__Task item__
Your task is to repeat exactly the lines below between the line holding "- report addendum, README" and the line holding "Also in this commit, not shown: 2", inclusive, and only those.

[Dataset records]
┏━━

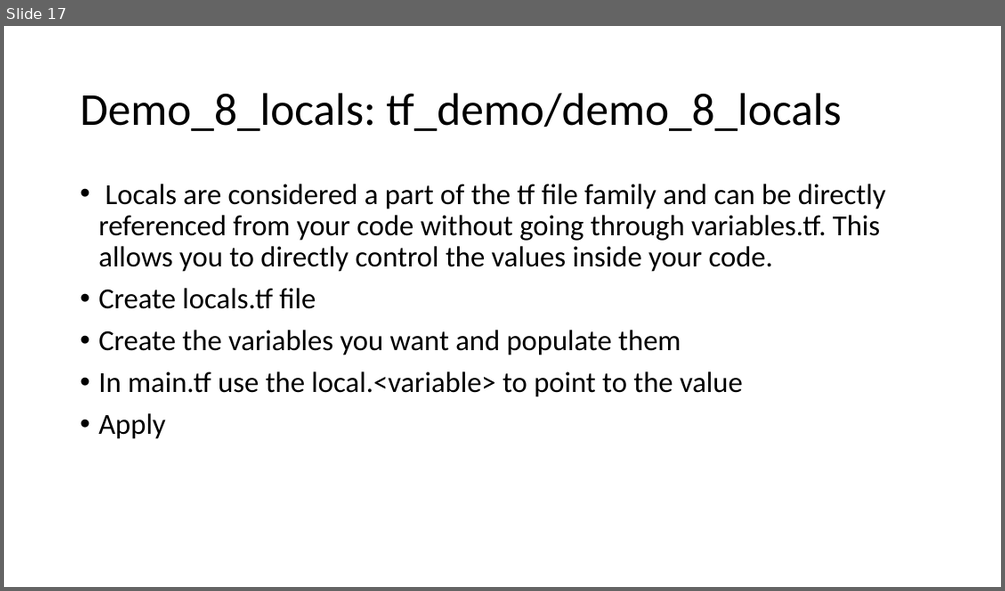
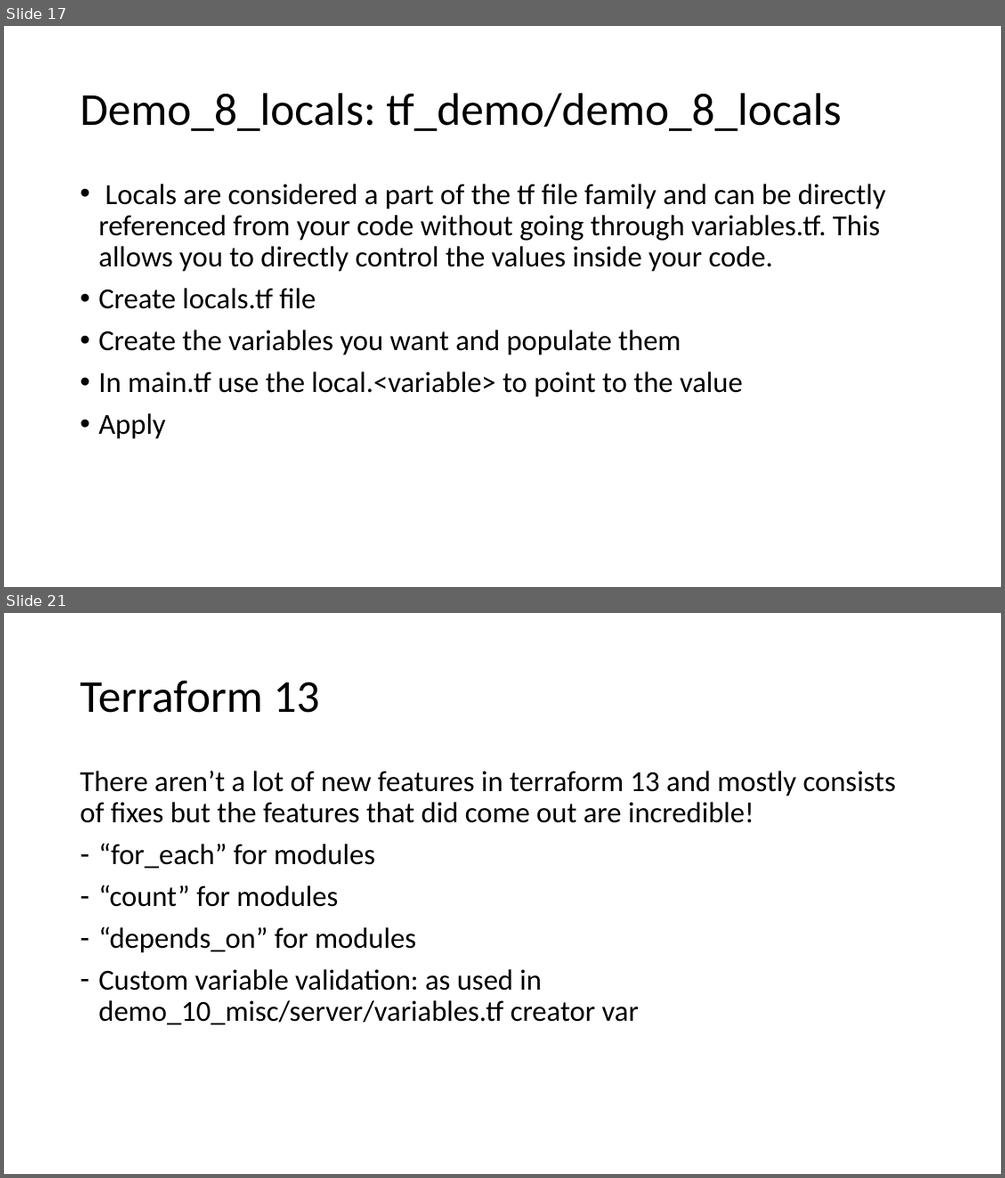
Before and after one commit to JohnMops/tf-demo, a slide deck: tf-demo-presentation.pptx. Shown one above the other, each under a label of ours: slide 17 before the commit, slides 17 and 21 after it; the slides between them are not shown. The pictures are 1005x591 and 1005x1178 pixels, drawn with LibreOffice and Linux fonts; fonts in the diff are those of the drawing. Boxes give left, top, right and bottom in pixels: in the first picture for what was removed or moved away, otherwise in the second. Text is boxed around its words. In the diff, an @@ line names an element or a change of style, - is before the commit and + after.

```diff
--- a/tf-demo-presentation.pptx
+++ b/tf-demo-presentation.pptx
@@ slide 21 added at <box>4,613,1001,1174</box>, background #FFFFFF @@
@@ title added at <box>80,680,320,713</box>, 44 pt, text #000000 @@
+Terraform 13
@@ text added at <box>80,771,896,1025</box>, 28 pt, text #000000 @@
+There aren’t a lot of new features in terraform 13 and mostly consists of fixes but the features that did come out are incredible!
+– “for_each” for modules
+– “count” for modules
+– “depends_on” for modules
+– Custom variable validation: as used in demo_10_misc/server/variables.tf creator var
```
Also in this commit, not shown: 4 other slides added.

┗━━
┏━━

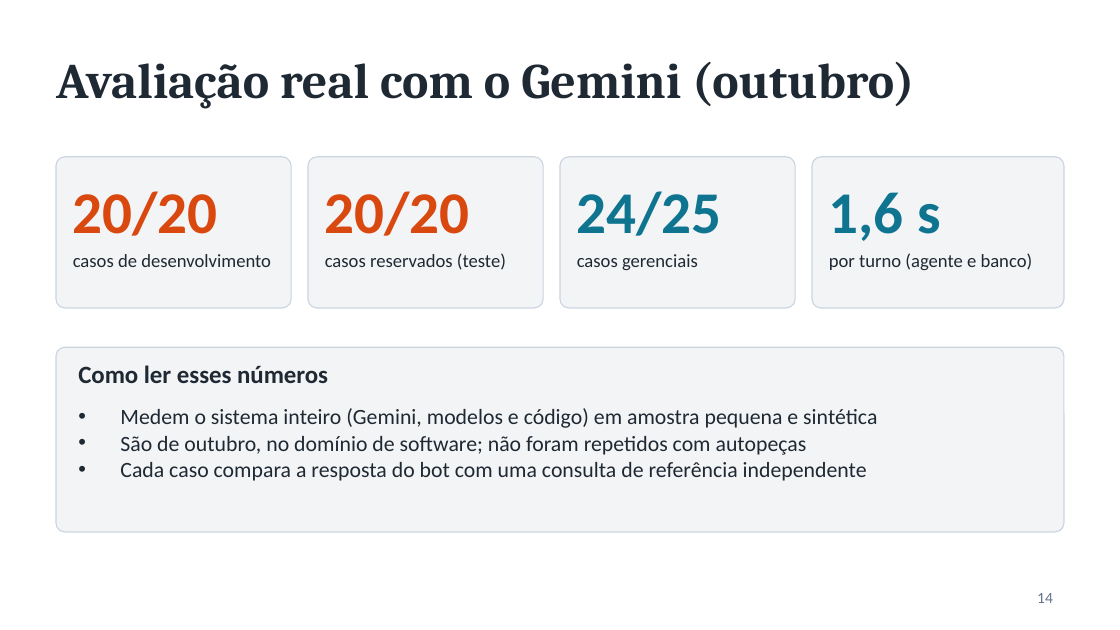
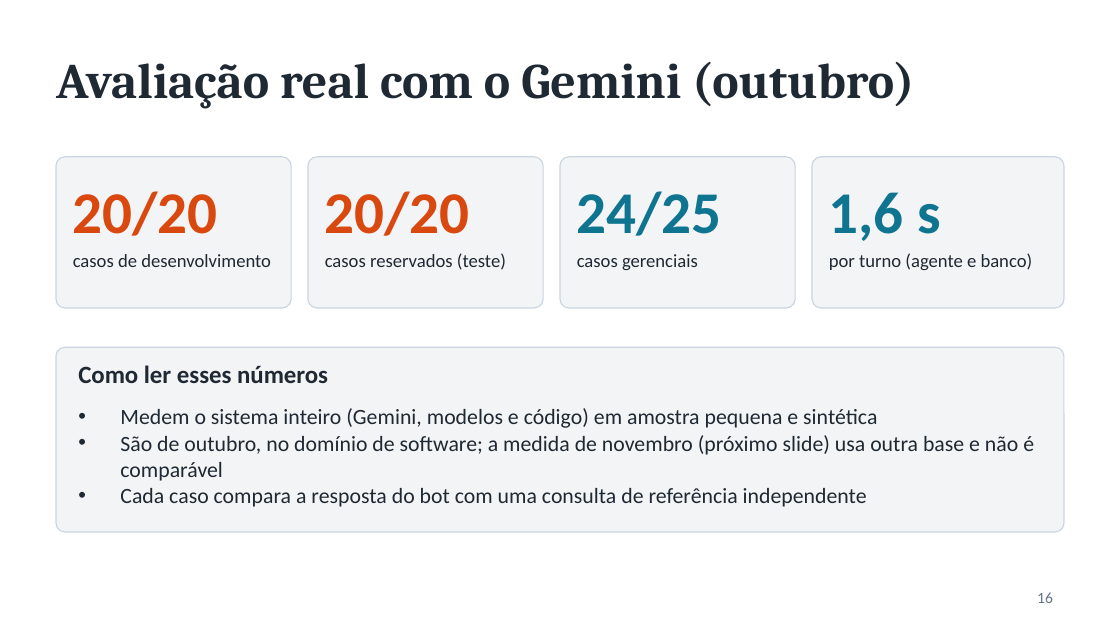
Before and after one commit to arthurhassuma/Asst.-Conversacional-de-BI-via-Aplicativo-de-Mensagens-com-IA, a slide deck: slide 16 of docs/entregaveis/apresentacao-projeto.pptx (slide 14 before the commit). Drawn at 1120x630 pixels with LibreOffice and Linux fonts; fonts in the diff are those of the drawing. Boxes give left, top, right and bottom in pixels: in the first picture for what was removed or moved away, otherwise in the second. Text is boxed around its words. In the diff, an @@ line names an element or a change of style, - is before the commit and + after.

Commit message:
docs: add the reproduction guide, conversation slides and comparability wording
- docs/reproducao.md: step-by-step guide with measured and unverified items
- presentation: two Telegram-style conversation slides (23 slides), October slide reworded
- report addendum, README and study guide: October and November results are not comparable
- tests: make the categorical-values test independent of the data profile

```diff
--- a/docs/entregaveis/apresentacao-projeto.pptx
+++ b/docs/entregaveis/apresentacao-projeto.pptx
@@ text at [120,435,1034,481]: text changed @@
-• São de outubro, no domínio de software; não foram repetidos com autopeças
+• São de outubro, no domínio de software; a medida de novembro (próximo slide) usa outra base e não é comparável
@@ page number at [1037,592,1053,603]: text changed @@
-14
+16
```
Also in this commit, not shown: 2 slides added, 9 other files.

┗━━

__Task output__
- report addendum, README and study guide: October and November results are not comparable
- tests: make the categorical-values test independent of the data profile

```diff
--- a/docs/entregaveis/apresentacao-projeto.pptx
+++ b/docs/entregaveis/apresentacao-projeto.pptx
@@ text at [120,435,1034,481]: text changed @@
-• São de outubro, no domínio de software; não foram repetidos com autopeças
+• São de outubro, no domínio de software; a medida de novembro (próximo slide) usa outra base e não é comparável
@@ page number at [1037,592,1053,603]: text changed @@
-14
+16
```
Also in this commit, not shown: 2 slides added, 9 other files.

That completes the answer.